Pakistan’s LNG supply from Qatar has begun returning to normal as a second Qatari tanker moves through the Strait of Hormuz amid ongoing conflict risks.
At the same time, the government has admitted that rising petrol prices are being driven mainly by higher petroleum levy aimed at meeting IMF targets.
A second Qatari liquefied natural gas tanker, Mihzem, is transiting the Strait of Hormuz after departing Ras Laffan.
According to LSEG shipping data, the tanker has a capacity of 174,000 cubic metres and is heading northeast toward Port Qasim in Pakistan. It is expected to arrive on May 12.
This would be the second successful crossing of Hormuz by a Qatari LNG tanker since the start of the Iran war.
On Saturday, LNG tanker Al Kharaitiyat began crossing Hormuz through an Iranian-approved northern route and successfully crossed the strait on Sunday.
The movement highlights how cargoes are crossing the strategic waterway on a case-by-case basis amid conflict risks.
Qatar-Pakistan LNG deal continues
The LNG is being sold by Qatar to Pakistan under a government-to-government agreement. Pakistan, which is acting as a mediator in the war, had discussed limited LNG tanker passage with Iran to address its gas shortage.
Sources said Iran approved the shipment to help build confidence with Qatar and Pakistan.
Two more tankers carrying Qatari LNG are expected to head to Pakistan in the coming days.
Iran has agreed to assist, and both sides are coordinating safe passage for vessels carrying gas supplied under Pakistan’s agreement with Qatar.
Qatar remains Pakistan’s main LNG supplier and is the world’s second-largest LNG exporter, with most of its shipments going to Asian buyers.

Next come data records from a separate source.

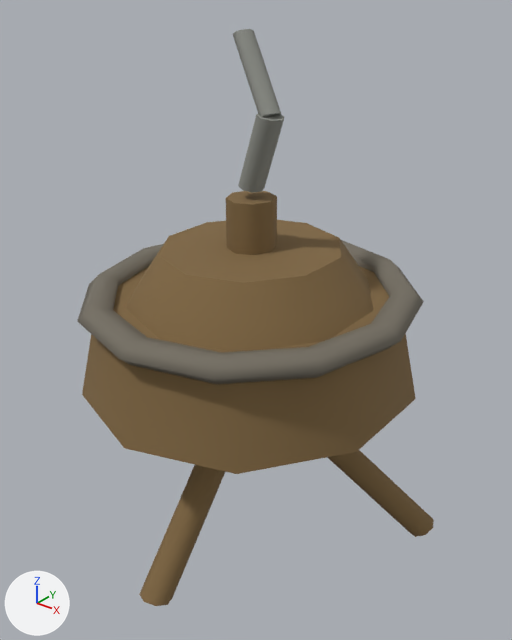
Before and after pictures for a commit that changed the glTF model public/assets/maps/detail-v1/models/incense_burner.glb.
Both versions are drawn from a 50 mm camera at (0.922, -1.137, 1.294) aimed at (0.011, 0.001, 0.588). Lighting does not change. The marker at lower left points along +X, +Y and +Z. The older version comes first. Vertices at exactly the same position are counted once.

Objects in the first picture: 'incense_burner'.
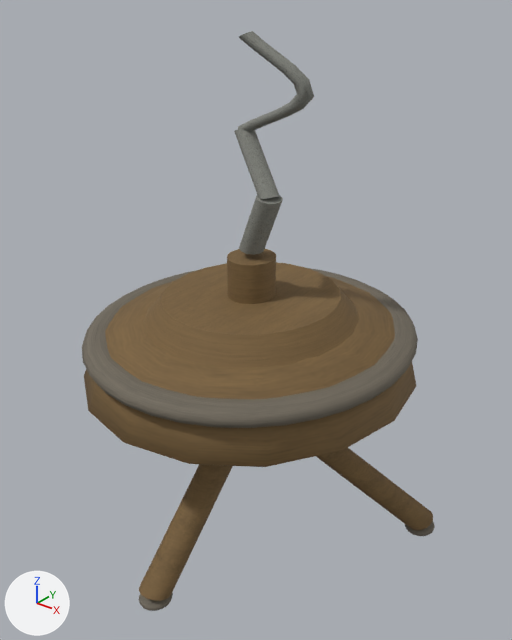
The change, as a diff of the scene's bpy script:
```diff
--- a/public/assets/maps/detail-v1/models/incense_burner.glb.py
+++ b/public/assets/maps/detail-v1/models/incense_burner.glb.py
@@ img_map_detail_normal @@
+img_map_detail_normal = load_image('map-detail-normal', '_unpacked/map-detail-normal', 512, 256, 'Non-Color')
@@ img_map_detail_orm @@
+img_map_detail_orm = load_image('map-detail-orm', '_unpacked/map-detail-orm', 512, 256, 'Non-Color')
@@ img_map_detail_base_color @@
+img_map_detail_base_color = load_image('map-detail-base-color', '_unpacked/map-detail-base-color', 512, 256, 'sRGB')
@@ mat_material_0 @@
 mat_material_0 = bpy.data.materials.new('Material_0')
-# nodes: BsdfPrincipled, OutputMaterial, TexImage
-# uses the picture img_map_detail_palette_v1
+# nodes: BsdfPrincipled, Mix, NormalMap, OutputMaterial, SeparateColor, TexImage x3, VertexColor
+# uses the picture img_map_detail_base_color
+# uses the picture img_map_detail_normal
+# uses the picture img_map_detail_orm
@@ me_mesh_0 @@
 # used by ob_incense_burner; location = (0.0, 0.0, 0.0)
-me_mesh_0.from_pydata(...)  # 224 vertices, 392 faces; spans x -0.4..0.4, y -0.4..0.4, z 0.0..1.2
+me_mesh_0.from_pydata(...)  # 2300 vertices, 4408 faces; spans x -0.4..0.4, y -0.4..0.4, z 0.0..1.2
+# me_mesh_0 part 1: a new loose piece, a UV sphere (16 segments, 10 rings, poles along z) spanning x 0.325..0.4, y 0.2..0.28, z 0.0..0.032, in mat_material_0
+# me_mesh_0 part 2: a new loose piece, a UV sphere (16 segments, 10 rings, poles along z) spanning x -0.038..0.038, y -0.392..-0.312, z 0.0..0.032, in mat_material_0
+# me_mesh_0 part 3: the loose piece of 66 vertices spanning x -0.363..0.363, y -0.4..0.4, z 0.456..0.874 is rebuilt with 102 vertices and now spans x -0.377..0.377, y -0.4..0.4, z 0.397..0.614
+# me_mesh_0 part 4: the loose piece of 20 vertices spanning x -0.038..0.038, y -0.387..0.035, z 0.002..0.469 is rebuilt with 52 vertices and now spans x -0.038..0.038, y -0.387..0.035, z 0.023..0.407
+# me_mesh_0 part 5: the loose piece of 18 vertices spanning x -0.065..0.08, y -0.038..0.054, z 1.043..1.2 is rebuilt with 66 vertices and now spans x -0.055..0.134, y -0.033..0.05, z 0.997..1.2
+# me_mesh_0 part 6: the loose piece of 18 vertices spanning x -0.033..0.4, y -0.038..0.278, z 0.0..0.471 is rebuilt with 50 vertices and now spans x -0.033..0.395, y -0.038..0.278, z 0.021..0.41
+# me_mesh_0 part 7: the loose piece of 18 vertices spanning x -0.026..0.088, y -0.045..0.029, z 0.89..1.055 is rebuilt with 50 vertices and now spans x -0.064..0.079, y -0.038..0.054, z 0.88..1.01
+# me_mesh_0 part 8: a new loose piece of 445 vertices spanning x -0.37..0.37, y -0.392..0.392, z 0.537..0.582, in mat_material_0
+# me_mesh_0 part 9: a new loose piece of 103 vertices spanning x -0.272..0.272, y -0.288..0.288, z 0.56..0.741, in mat_material_0
+# me_mesh_0 part 10: a new loose piece of 50 vertices spanning x -0.026..0.087, y -0.045..0.029, z 0.754..0.891, in mat_material_0
+# me_mesh_0 part 11: 66 vertices removed from x -0.374..0.374, y -0.392..0.392, z 0.627..0.68
+# other edits to the shape of me_mesh_0 do not show in these pictures
 me_mesh_0.materials.append(mat_material_0)
```

Boxes (x1, y1, x2, y2) around the edits, measured in the pictures (512 x 640 px):
'incense_burner', surface changed, reshaped: before (77, 29, 434, 606); after (82, 31, 435, 611)
part 1 of me_mesh_0, added: after (405, 521, 435, 536)
part 2 of me_mesh_0, added: after (139, 593, 173, 611)
part 3 of me_mesh_0, rebuilt (32% shorter): before (82, 191, 416, 474); after (84, 276, 416, 467)
part 4 of me_mesh_0, rebuilt: before (139, 465, 225, 606); after (139, 464, 233, 601)
part 5 of me_mesh_0, rebuilt (57% wider, 15% taller): before (233, 29, 281, 117); after (238, 31, 314, 132)
part 6 of me_mesh_0, rebuilt: before (327, 450, 434, 537); after (316, 448, 433, 530)
part 7 of me_mesh_0, rebuilt (10% shorter): before (238, 114, 285, 193); after (234, 129, 280, 200)
part 8 of me_mesh_0, added: after (82, 268, 418, 428)
part 9 of me_mesh_0, added (brown): after (143, 249, 359, 368)
part 10 of me_mesh_0, added: after (239, 195, 283, 254)
part 11 of me_mesh_0, deleted: before (77, 239, 424, 385)
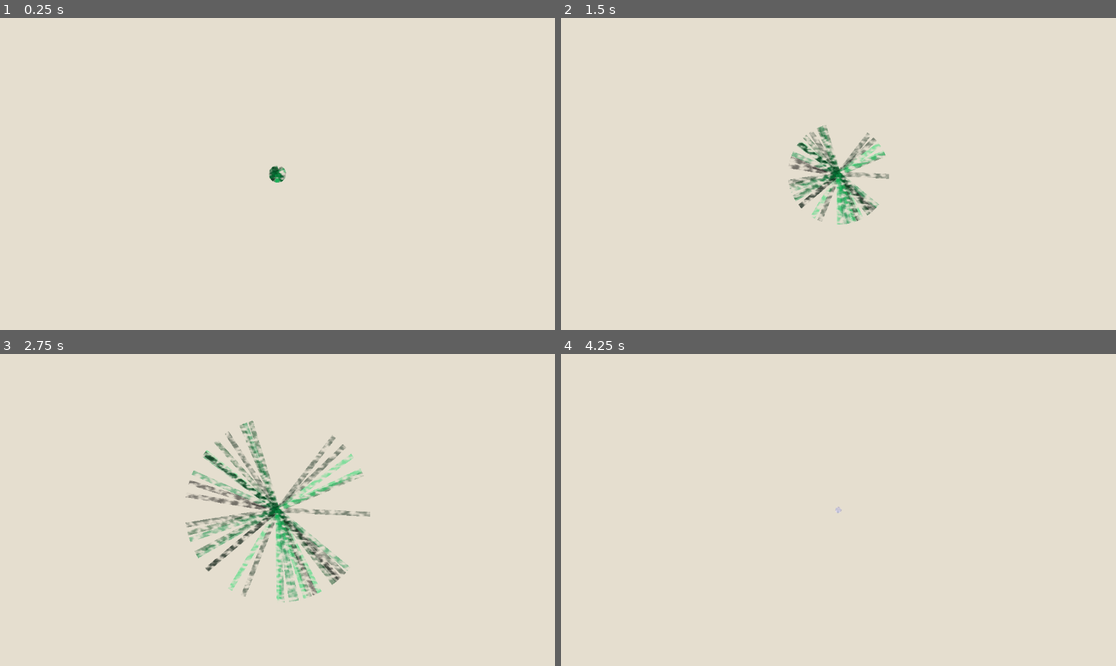
Above: before the commit, frames 1-4 (two rows, left to right).
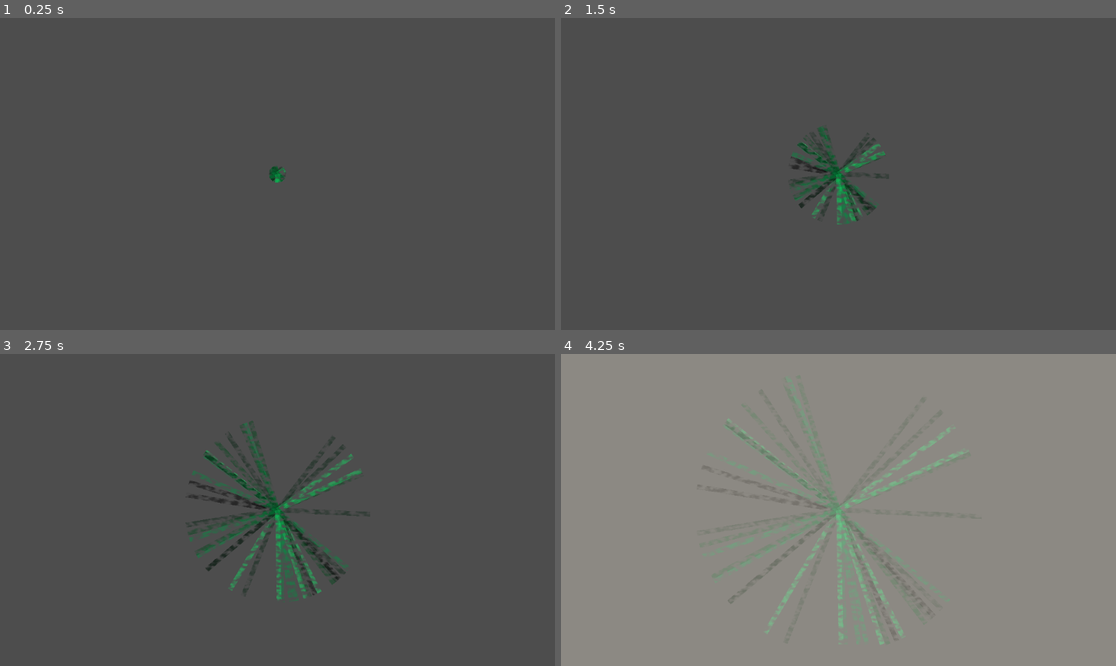
Above: after the commit, the same moments.

Repository: oman276/CS-383-Assignments
Game: Godot game, scene res://scenes/Empty.tscn
The game is run twice, just before and just after one commit, with the same random seed, the same clock (stepped at 60 frames per second) and the same inputs.
Inputs (mouse positions are in pixels of both pictures, inside the frame that each line leads up to):
- Up to frame 1 (0.25 s): no input
- Up to frame 2 (1.5 s): move the mouse to (960, 158) at 0.52 s; hold D (topdown_move_right) from 0.53 s (still down); click (960, 158) at 0.6 s; tap W (topdown_move_up) at 0.77 s; move the mouse to (727, 189) at 1.27 s; click (727, 189) at 1.35 s
- Up to frame 3 (2.75 s): tap W (topdown_move_up) at 1.52 s; move the mouse to (333, 441) at 2.02 s; release D (topdown_move_right) at 2.03 s; hold A (topdown_move_left) from 2.03 s (still down); click (333, 441) at 2.1 s
- Up to frame 4 (4.25 s): move the mouse to (810, 572) at 2.77 s; release A (topdown_move_left) at 2.78 s; hold D (topdown_move_right) from 2.78 s (still down); click (810, 572) at 2.85 s; tap W (topdown_move_up) at 3.02, 3.77 s; move the mouse to (1005, 556) at 3.52 s; click (1005, 556) at 3.6 s; tap Space (reset) at 4.15 s

The runs differ from the first frame. In frame 1, 100% of the frame differs, in the area x 0-100%, y 0-100%; in frame 2, 100%; in frame 3, 100%; in frame 4, 100%.

Commit message:
fade in + out

Diff:
--- a/assignment_3/teamwork-ml/scenes/TestRoot.tscn
+++ b/assignment_3/teamwork-ml/scenes/TestRoot.tscn
@@ -6,6 +6,7 @@
 [ext_resource type="Script" uid="uid://eb50mk6bwf48" path="res://scripts/networking/python_send_mouse.gd" id="4_okul0"]
 [ext_resource type="PackedScene" uid="uid://n0rblef8ji0q" path="res://scenes/level_elements/WorldBoundaryHolder.tscn" id="5_mgp4m"]
 [ext_resource type="PackedScene" uid="uid://8mh0m08ofedc" path="res://scenes/level_elements/WorldBoundaryWall.tscn" id="6_40v7j"]
+[ext_resource type="Script" uid="uid://35cw4besmqoy" path="res://addons/owens-godot-framework/tools/scripts/systems/owen_canvas_fade.gd" id="7_w21rq"]
 
 [node name="TestRoot" type="Node2D" unique_id=348076594]
 script = ExtResource("1_o3x8r")
@@ -16,16 +17,6 @@
 
 [node name="Background UI" type="CanvasLayer" parent="." unique_id=862336736]
 layer = -1
-
-[node name="ColorRect" type="ColorRect" parent="Background UI" unique_id=1883625158]
-z_index = -100
-z_as_relative = false
-anchors_preset = 15
-anchor_right = 1.0
-anchor_bottom = 1.0
-grow_horizontal = 2
-grow_vertical = 2
-color = Color(0.8980392, 0.87058824, 0.8117647, 1)
 
 [node name="OwenCamera" parent="." unique_id=1808773620 node_paths=PackedStringArray("target") instance=ExtResource("1_nuy52")]
 target = NodePath("../TargetPosition")
@@ -41,3 +32,17 @@
 
 [node name="ResetTimer" type="Timer" parent="." unique_id=1953303891]
 wait_time = 30.0
+
+[node name="ForegroundFade" type="CanvasLayer" parent="." unique_id=163886237 node_paths=PackedStringArray("items_to_fade")]
+script = ExtResource("7_w21rq")
+items_to_fade = [NodePath("ColorRect")]
+
+[node name="ColorRect" type="ColorRect" parent="ForegroundFade" unique_id=1883625158]
+z_index = -100
+z_as_relative = false
+anchors_preset = 15
+anchor_right = 1.0
+anchor_bottom = 1.0
+grow_horizontal = 2
+grow_vertical = 2
+color = Color(0.8980392, 0.87058824, 0.8117647, 1)
--- a/assignment_3/teamwork-ml/scripts/systems/teamwork_level_controller.gd
+++ b/assignment_3/teamwork-ml/scripts/systems/teamwork_level_controller.gd
@@ -24,6 +24,7 @@
 var activeAgentCount: int
 
 @onready var reset_timer : Timer = $ResetTimer
+@onready var fade_manager : OwenCanvasFade = $ForegroundFade
 
 var colorPalettes = [
 	[Color("#E5BEED80"), Color("#9593D980"), Color("#7C90DB80"), Color("#736B9280"),Color("#7D5C6580")],
@@ -200,8 +201,10 @@
 func reset_state() -> void:
 	print("Resetting state...")
 	# var colorPalette = colorPalettes[randi() % colorPalettes.size()]
+	fade_manager.fade_in()
+	await get_tree().create_timer(fade_manager.fade_duration).timeout
+
 	var palette = colorPalettes[randi() % colorPalettes.size()]
-
 	Signals.reset_agents.emit()
 
 	activeAgentCount = agentNumber
@@ -225,6 +228,8 @@
 	Signals.send_rebuild_signal.emit()
 	set_timer()
 
+	fade_manager.fade_out()
+
 
 func _send_increase_round_request() -> void:
 	var udp := PacketPeerUDP.new()
@@ -242,7 +247,7 @@
 func _on_agent_deactivated() -> void:
 	activeAgentCount -= 1
 	print("An agent was deactivated. Active agent count: %d" % activeAgentCount)
-	if activeAgentCount <= 0:
+	if activeAgentCount <= 1:
 		reset_state()
 
 func set_timer() -> void:

Risks remain in Strait of Hormuz
Earlier this month, the UAE’s ADNOC managed to send two LNG tankers through the Strait of Hormuz after switching off tracking signals.
Shipping data showed the move reflected heightened risks and operational sensitivities in the waterway.
Iranian attacks have knocked out 17% of Qatar’s LNG export capacity, with repairs expected to sideline 12.8 million metric tons per year of fuel for three to five years.
Petroleum minister explains petrol price hikes
In a Senate Standing Committee on Petroleum meeting, Petroleum Minister Ali Pervaiz Malik said the real reason behind repeated petrol price hikes is the increase in petroleum levy. He admitted that the burden on the public is not only due to the global market but also due to the rising levy.
The minister said the next target is to raise the petroleum levy to Rs160 per litre to meet IMF requirements.
The petroleum minister said the government had agreed in the budget with the IMF to impose a levy of Rs80 per litre on petrol.
However, he said the situation changed after the Middle East war and the levy had to be increased further to secure approval of the IMF installment. The minister said the next target is to take the levy to Rs160 per litre.
Committee questions March fuel hike
Members of the Senate committee questioned the government over a sudden Rs55 increase in petroleum product prices in March.
Senator Saifullah Abro said the committee needed to know whose pocket the money had gone into. He said if the levy had been imposed, the amount should go to the government treasury, but if the benefit went to oil marketing companies, it would be wrong and the money should be recovered.
LNG ship to arrive tomorrow
Malik told the committee that LNG supply from Qatar has been restored. He said the first ship would arrive in Pakistan tomorrow.
The minister also said petroleum product prices would be deregulated once the country comes out of the current crisis.